*What to do*: For the material that follows, state the number of lines where "polygons" occurs, and add nothing.
━━━━━━━━━━━━━━━━━━━━━━━━━━━━━━
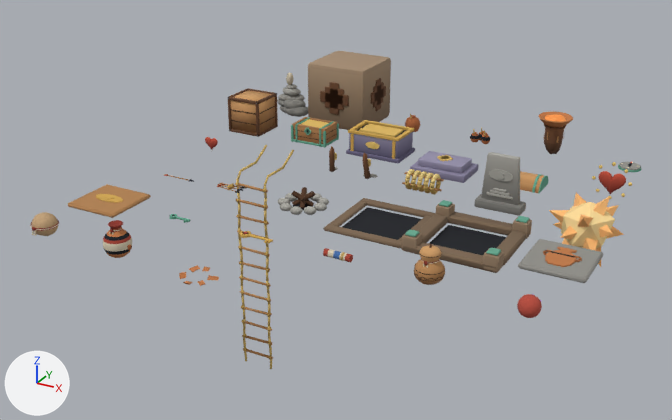
Before and after pictures for a commit that changed the Blender file art/blender/objetos.blend.
Camera for both pictures: a 50 mm camera at (14.1, -22.82, 8.48) aimed at (4.11, -4.64, -0.61). Arrows for +X, +Y and +Z are at lower left; the lights stay in place. The first picture is the older version.

Names of what the first picture shows: 'bloque_empujable', 'cajon', 'cofre', 'cofre_grande', 'cofre_grande_tapa', 'escalera_soga', 'estela', 'explosion', 'interruptor_marco', 'interruptor_peso_marco', 'interruptor_peso_placa', 'interruptor_placa', 'vasija', 'vasija_pedazos' and 18 more.
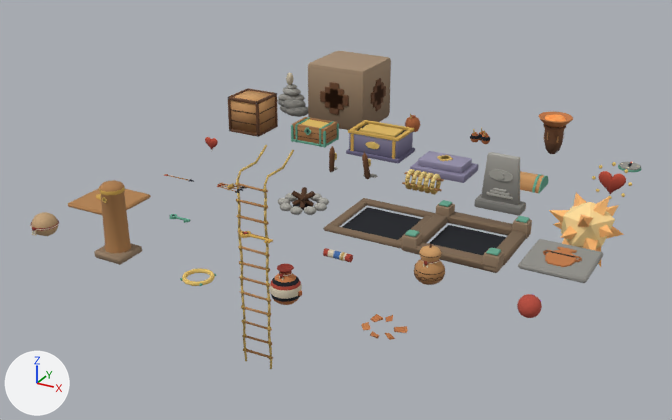
Pixel boxes [x1, y1, x2, y2] of what changed, in the pictures (672 x 420 px):
'poste_gancho', added (brown)
    after: [94, 180, 142, 265]
'vasija', moved
    before: [103, 220, 132, 258]
    after: [270, 264, 302, 305]
'vasija_pedazos', moved
    before: [179, 265, 219, 286]
    after: [361, 314, 408, 340]
'poste_gancho_anillo', added
    after: [180, 268, 216, 286]

The change, as a diff of the scene's bpy script:
```diff
--- a/art/blender/objetos.blend.py
+++ b/art/blender/objetos.blend.py
@@ me_poste_gancho_anillo @@
+me_poste_gancho_anillo.from_pydata(...)  # 210 vertices, 224 faces; spans x -0.32..0.32, y -0.315..0.315, z -0.045..0.045
+me_poste_gancho_anillo.polygons.foreach_set('use_smooth', [True] * 224)
+me_poste_gancho_anillo.materials.append(mat_paleta)  # picture img_palette_png
@@ me_poste_gancho @@
+me_poste_gancho.from_pydata(...)  # 118 vertices, 120 faces; spans x -0.36..0.36, y -0.37..0.36, z -0.01..1.6
+me_poste_gancho.polygons.foreach_set('use_smooth', [True] * 120)
+me_poste_gancho.materials.append(mat_paleta)  # picture img_palette_png
@@ ob_vasija @@
 ob_vasija = bpy.data.objects.new('vasija', me_vasija)
-ob_vasija.location = (2.0, -10.0, 0.0)
+ob_vasija.location = (6.0, -10.0, 0.0)
@@ ob_vasija_pedazos @@
 ob_vasija_pedazos = bpy.data.objects.new('vasija_pedazos', me_vasija_pedazos)
-ob_vasija_pedazos.location = (4.0, -10.0, 0.0)
+ob_vasija_pedazos.location = (8.0, -10.0, 0.0)
@@ ob_poste_gancho_anillo @@
+ob_poste_gancho_anillo = bpy.data.objects.new('poste_gancho_anillo', me_poste_gancho_anillo)
+ob_poste_gancho_anillo.location = (4.0, -10.0, 0.0)
@@ ob_poste_gancho @@
+ob_poste_gancho = bpy.data.objects.new('poste_gancho', me_poste_gancho)
+ob_poste_gancho.location = (2.0, -10.0, 0.0)
```
━━━━━━━━━━━━━━━━━━━━━━━━━━━━━━
*Solution*: 2